Friday, June 18, 2021

Book Review: Of Women and Salt by Gabriela Garcia

Of Women and Salt: A Novel by [Gabriela Garcia]I've just finished reading Of Women and Salt by Gabriela Garcia.   It was a GMA Book Club book and I recall Robin Roberts commenting that "they" "always get it right".  I didn't know what that meant but figured she had to say that and I always request the ebook from my library, which I did with this book as well.
 
To be perfectly honest, I didn't expect to like this book.  I delayed the delivery of the book several times and when I did finally check out the book from the library, I immediately felt regret and figured it would likely go unread.
 
Then yesterday I checked to see if I still had it checked out (sometimes they warn me when the return date is close, sometimes they don't - and they don't ask before pulling it back when it's due!  they just take it!).  I had three days and four hours left!  If I was going to read it, I had to start right away.
 
Much to my surprise, it immediately drew me in.  I had been working around the house all day and was asleep by 8:30 but still managed to read almost half of the book yesterday - I didn't want to put it down!  And then, of course, I finished it today.  Such a good book!
 
In general, the story is about immigration.  Why people immigrate.  Why they don't.  There are two "families" followed.  One is a mother (Gloria) her daughter (Ana).  The other is a multi-generational  story about a daughter who comes to Florida from Cuba, her daughter and the family she's left behind and how their story integrates with Gloria and Ana, who have migrated from El Salvador.  

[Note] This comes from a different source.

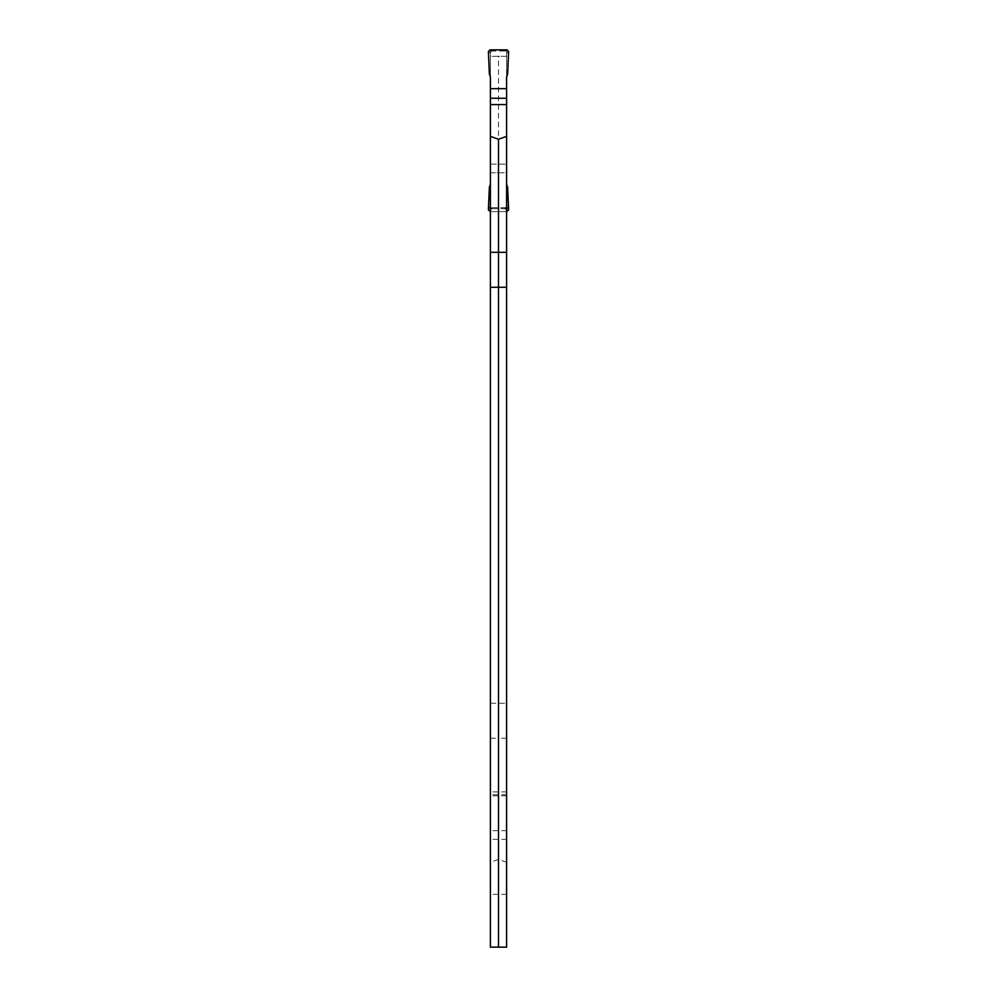 <?xml version="1.0" encoding="UTF-8"?>
<svg xmlns="http://www.w3.org/2000/svg" width="997" height="997" viewBox="0 0 997 997"><rect width="100%" height="100%" fill="white"/><g stroke="black" fill="none" stroke-linecap="round" stroke-linejoin="round"><path stroke-width="0.75" stroke-dasharray="4.99 3.74" d="M490.399 51.57L490.399 206.043A1.62 1.62 180 0 0 492.02 207.65L504.981 207.65A1.62 1.62 180 0 0 506.601 206.043L506.601 51.57A1.62 1.62 180 0 0 504.981 49.95L492.02 49.95A1.62 1.62 180 0 0 490.399 51.57L490.399 76.956M492.02 49.95L492.02 51.009L505.429 51.046L506.601 52.405L506.601 76.956M492.02 51.009L490.399 52.405M492.02 207.65L491.571 208.622L490.399 206.865L490.399 172.78L490.399 211.601L490.399 56.331L506.601 56.331L506.601 211.601L490.399 211.601L506.601 211.601L506.601 172.78L506.601 186.913L507.635 187.336M490.399 164.144L490.399 172.78L506.601 172.78L506.601 104.585L506.601 172.78L490.399 172.78L490.399 104.585L490.399 164.144L506.601 164.144L490.399 164.144M506.601 51.57L506.601 52.405M492.02 208.709L505.429 208.622L506.601 206.865L506.601 186.913M490.001 49.85L491.571 51.046M506.999 49.85L505.429 51.046M488.38 51.532L490.399 53.065M490.399 73.279L489.365 74.114M508.62 51.532L506.601 53.065M506.601 73.279L507.635 74.114M506.999 211.601L505.429 208.622M490.001 211.601L491.571 208.622M488.38 209.906L490.399 206.105M490.399 186.913L489.365 187.336M508.62 209.906L506.601 206.105M490.399 703.259L490.399 947.15L506.601 947.15L506.601 56.331L490.399 56.331L490.399 703.259L506.601 703.259M506.601 894.359L490.399 894.359M506.601 862.268L498.5 859.377L490.399 862.268M490.399 738.216L498.5 738.216L498.5 859.377M506.601 738.216L498.5 738.216L498.5 56.331M506.601 207.65L490.399 207.65M506.601 208.709L490.399 208.709M506.601 795.818L490.399 795.818M506.601 794.771L490.399 794.771M506.601 791.88L490.399 791.88M506.601 830.7L490.399 830.7M506.601 839.337L490.399 839.337M504.981 49.95L504.981 51.009M504.981 207.65L504.981 208.709"/><path stroke-width="1.5" d="M490.399 287.273L506.601 287.273L506.601 947.15L490.399 947.15L490.399 76.956L489.365 74.114L488.38 51.532L490.001 49.85L506.999 49.85L508.62 51.532L507.635 74.114L506.601 76.956L506.601 88.671L490.399 88.671M490.399 136.365L498.5 139.244L506.601 136.365L506.601 88.671M490.399 98.267L506.601 98.267M506.601 184.495L507.635 187.336L508.62 209.906L506.601 211.601M490.399 211.601L488.38 209.906L489.365 187.336L490.399 184.495M506.601 136.365L506.601 287.273M490.399 104.585L506.601 104.585M498.5 947.15L498.5 139.244M490.399 252.303L506.601 252.303"/></g></svg>

The stories are told from the perspective of each of the primary characters - sometimes in third person POV and other times in first person POV - all women.  It's not told in chronological order, which threw me at least once until I realized that part of the story happened before the other part of the story for that character.

So, while the story is about immigration - in general - for me the story is about relationships.  Relationships with family members, the general public and even with ourselves.  The secrets we keep, hoping they won't hurt us or anyone else anymore and how that impacts our relationships.  The things we do to cope and survive.  There's rape, murder, addiction, death and racism in their stories.  It's pretty powerful and complex.

I read the description from amazon and felt the first paragraph description misrepresented the story - there were things that were completely wrong about the characters but I did like the second paragraph:

From 19th-century cigar factories to present-day detention centers, from Cuba to Mexico, Gabriela Garcia's Of Women and Salt is a kaleidoscopic portrait of betrayals—personal and political, self-inflicted and those done by others—that have shaped the lives of these extraordinary women. A haunting meditation on the choices of mothers, the legacy of the memories they carry, and the tenacity of women who choose to tell their stories despite those who wish to silence them, this is more than a diaspora story; it is a story of America’s most tangled, honest, human roots.
 
It's that, and more.  I highly recommend it!